Newkirk is confident that gender bias affected Petrucelli’s employment because her case mirrors that of many others across the country.
“How do I know it affected coach Petrucelli? Because I've seen it 150 times because I've seen it again, and again, and again, and again, and again,” Newkirk said. “The complaints [made about the coach] all look the same.”
Petrucelli echoed his sentiments.
“Women and men should be able to coach in the same way, and female and male athletes should be subjected to the same standards,” Petrucelli said. “To think, believe or behave otherwise would be absolutely patronizing to women.”
Leaving the Program
Devlin said that leaving AU after just one semester was a difficult decision.
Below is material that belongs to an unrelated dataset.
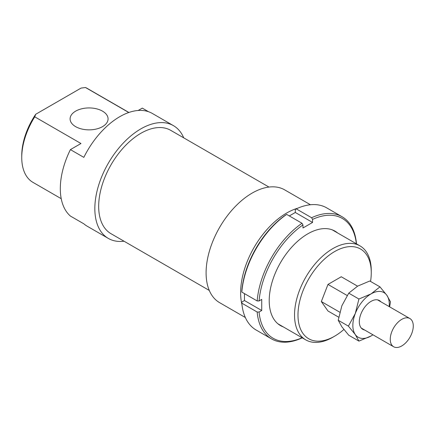<?xml version="1.0" encoding="UTF-8"?>
<svg xmlns="http://www.w3.org/2000/svg" width="435" height="435" viewBox="0 0 435 435"><rect width="100%" height="100%" fill="white"/><g stroke="black" fill="none" stroke-linecap="round" stroke-linejoin="round"><path stroke-width="0.65" d="M407.519 317.816A16.28 9.396 120 0 0 392.631 329.828A16.28 9.396 120 0 0 393.626 346.744A16.28 9.396 120 0 0 396.008 347.478A16.28 9.396 120 0 0 410.896 335.467A16.28 9.396 120 0 0 409.906 318.55A16.28 9.396 120 0 0 407.519 317.816M338.724 317.213L327.979 311.009L321.334 301.558L327.979 284.43L341.268 276.758L357.575 286.17M339.806 312.221L321.334 301.558M347.157 295.501L327.979 284.43M297.774 208.191A65.109 37.589 120 0 0 240.626 292.777A65.109 37.589 120 0 0 241.99 304.821M310.454 204.749L284.691 189.872A65.109 37.589 120 0 0 234.519 207.316A65.109 37.589 120 0 0 206.098 272.843A65.109 37.589 120 0 0 219.583 302.646L245.345 317.517M268.966 187.061L170.716 130.337A59.682 34.457 120 0 0 124.725 146.329A59.682 34.457 120 0 0 98.674 206.391A59.682 34.457 120 0 0 111.034 233.709L209.284 290.439M102.508 111.142A18.988 10.962 0 0 0 81.813 108.766A18.988 10.962 0 0 0 70.089 118.896A18.988 10.962 0 0 0 75.652 126.65A18.988 10.962 0 0 0 96.347 129.026A18.988 10.962 0 0 0 108.07 118.896A18.988 10.962 0 0 0 102.508 111.142M183.657 137.808L183.657 137.677A65.109 37.589 120 0 0 173.429 125.639A65.109 37.589 120 0 0 123.257 143.082A65.109 37.589 120 0 0 94.835 208.604A65.109 37.589 120 0 0 108.32 238.413A65.109 37.589 120 0 0 124.046 241.224M138.178 110.485L142.288 108.114L148.547 111.73M173.429 125.639L152.332 113.453A65.109 37.589 120 0 0 83.835 157.367L70.41 149.613A65.109 37.589 120 0 0 60.307 188.67A65.109 37.589 120 0 0 70.41 216.064L83.835 223.818A65.109 37.589 120 0 0 87.223 226.227L108.32 238.413M371.262 270.739A54.255 31.325 120 0 0 360.028 245.9A54.255 31.325 120 0 0 318.213 260.434A54.255 31.325 120 0 0 294.533 315.038A54.255 31.325 120 0 0 305.767 339.876A54.255 31.325 120 0 0 332.9 337.19L334.624 336.19A51.814 29.917 -60 0 1 297.986 315.038A51.814 29.917 -60 0 1 334.624 251.577A51.814 29.917 -60 0 1 371.262 272.729L371.262 270.739M371.262 272.729A51.814 29.917 -60 0 1 370.555 281.434M343.867 329.485A51.814 29.917 -60 0 1 334.624 336.19M70.41 149.613L80.97 143.512L34.74 116.825L35.708 114.269L81.073 88.082L85.494 87.522A54.255 31.325 -60 0 1 87.245 88.408L128.907 112.464M35.708 114.269A51.814 29.917 120 0 0 21.75 155.556L21.75 157.546A54.255 31.325 -60 0 1 34.74 116.825M61.221 198.686L32.989 182.385A54.255 31.325 -60 0 1 21.75 157.546M85.494 87.522L128.776 112.507M283.354 326.935A54.527 31.483 -60 0 1 269.211 300.639A54.527 31.483 -60 0 1 307.768 233.856A54.527 31.483 -60 0 1 337.614 232.959M302.097 337.756A69.176 39.938 -60 0 1 259.086 312.02L257.167 312.025A70.535 40.721 120 0 0 271.543 338.908A70.535 40.721 120 0 0 302.015 337.919L302.194 337.81M257.167 312.025L241.816 303.162L241.822 302.053L244.465 300.531L261.729 310.498L259.086 312.02M271.543 338.908L256.193 330.051A70.535 40.721 -60 0 1 241.816 303.162M257.167 300.949L259.086 300.944A69.176 39.938 -60 0 1 302.972 224.933L302.015 223.269A70.535 40.721 120 0 0 257.167 300.949L241.816 292.092A70.535 40.721 -60 0 1 286.665 214.406L285.708 214.966A69.176 39.938 120 0 0 241.822 290.977L241.816 292.092M302.015 223.269L286.665 214.406M356.455 243.834L356.455 243.627A70.535 40.721 120 0 0 342.079 216.739A70.535 40.721 120 0 0 311.607 217.728L312.564 219.398L312.564 222.448L302.972 227.983L302.972 224.933M244.465 293.62L244.465 300.531M311.607 217.728L296.257 208.871L295.3 209.431L295.3 212.481L289.313 215.934M296.257 208.871A70.535 40.721 -60 0 1 326.728 207.881L342.079 216.739M312.564 219.398A69.176 39.938 -60 0 1 356.357 243.779M312.564 222.448L295.3 212.481M259.086 300.944L261.729 299.421L261.729 310.498M372.958 334.814L371.071 335.972L358.924 341.105L355.292 334.558L348.402 326.136L355.292 313.515A25.774 14.882 120 0 0 352.85 325.451A25.774 14.882 120 0 0 355.292 334.558A25.774 14.882 120 0 0 371.071 335.972A25.774 14.882 120 0 0 372.925 334.792M389.2 306.599A25.774 14.882 120 0 0 389.298 304.408A25.774 14.882 120 0 0 386.856 295.294L390.489 301.836L389.613 306.838M379.967 286.872L386.856 295.294A25.774 14.882 120 0 0 371.071 293.886L379.967 286.872L369.793 280.994L357.646 286.132L348.75 293.147L341.861 305.767L338.229 320.263L341.861 326.81L348.75 335.233L358.924 341.105M380.881 301.792A16.617 9.592 120 0 0 371.071 301.357A16.617 9.592 120 0 0 359.321 321.71A16.617 9.592 120 0 0 364.606 329.986M371.071 293.886A25.774 14.882 120 0 0 355.292 313.515L358.924 299.019L371.071 293.886M358.924 299.019L348.75 293.147M348.402 326.136L338.229 320.263M361.262 328.061L393.626 346.744M377.542 299.867L409.906 318.55M332.182 229.821L360.028 245.9M277.921 323.798L305.767 339.876"/></g></svg>

“I was on the fence about going back or not because I wanted to play in college,” Devlin said. “I liked American and loved my teammates. My teammates got me through a lot of those tough days.”
Ultimately, though, Devlin said that she was “miserable” and found the decision to be a necessary one.
“I was scared there would be grudges held,” Devlin said. “I know the seniors were upset because they thought their final season would be ruined.”
In an additional memo to the women’s lacrosse team on Dec. 5, Walker told players that “AU policy expressly prohibits any retaliation against anyone who files a complaint,” and that “any incidents of retaliatory behavior” would be “swiftly addressed.”
After Petrucelli’s dismissal
Petrucelli has continued to coach after being dismissed from the University and was in contact with the assistant coaches immediately following the University’s decision.
Four days after Petrucelli was placed on leave, she and both assistant coaches held a winter clinic for middle and high school players at Stone Ridge School of the Sacred Heart in Bethesda, Maryland. The clinic was planned before Dec. 4.
Petrucelli currently works for DEWLAX, a lacrosse club and education program in New Jersey that works with lacrosse players from the youth, middle school and high school levels. Petrucelli has had a relationship working on-and-off with DEWLAX since 2014 and is moving into a larger role to become the director of player development in addition to a mental performance consultant.
Harner stated in the University’s Dec. 20 memo that “additional measures are being put in place to ensure that such conduct is not repeated.”
Maureen Breslin served as the interim head coach this season while AU looks for Petrucelli’s replacement. Breslin served as the assistant coach of AU’s field hockey team from 2003 to 2006 and played one season of lacrosse at Bucknell University. She called the opportunity to coach challenging and exciting in an early February Linkedin post.
“Maureen Breslin did an outstanding job as interim head coach and we so appreciate her commitment,” a spokesperson for the athletic department said. “As detailed when she was hired, we will begin a national search for a permanent coach.”
The lacrosse team had its season shortened by the NCAA on March 12, due to the spread of the coronavirus and only played in non-conference games this season. The lacrosse team played all of its games under Breslin, during which they got off to the best start in program history and finished as one of just eight teams to go undefeated in Division I play (7-0).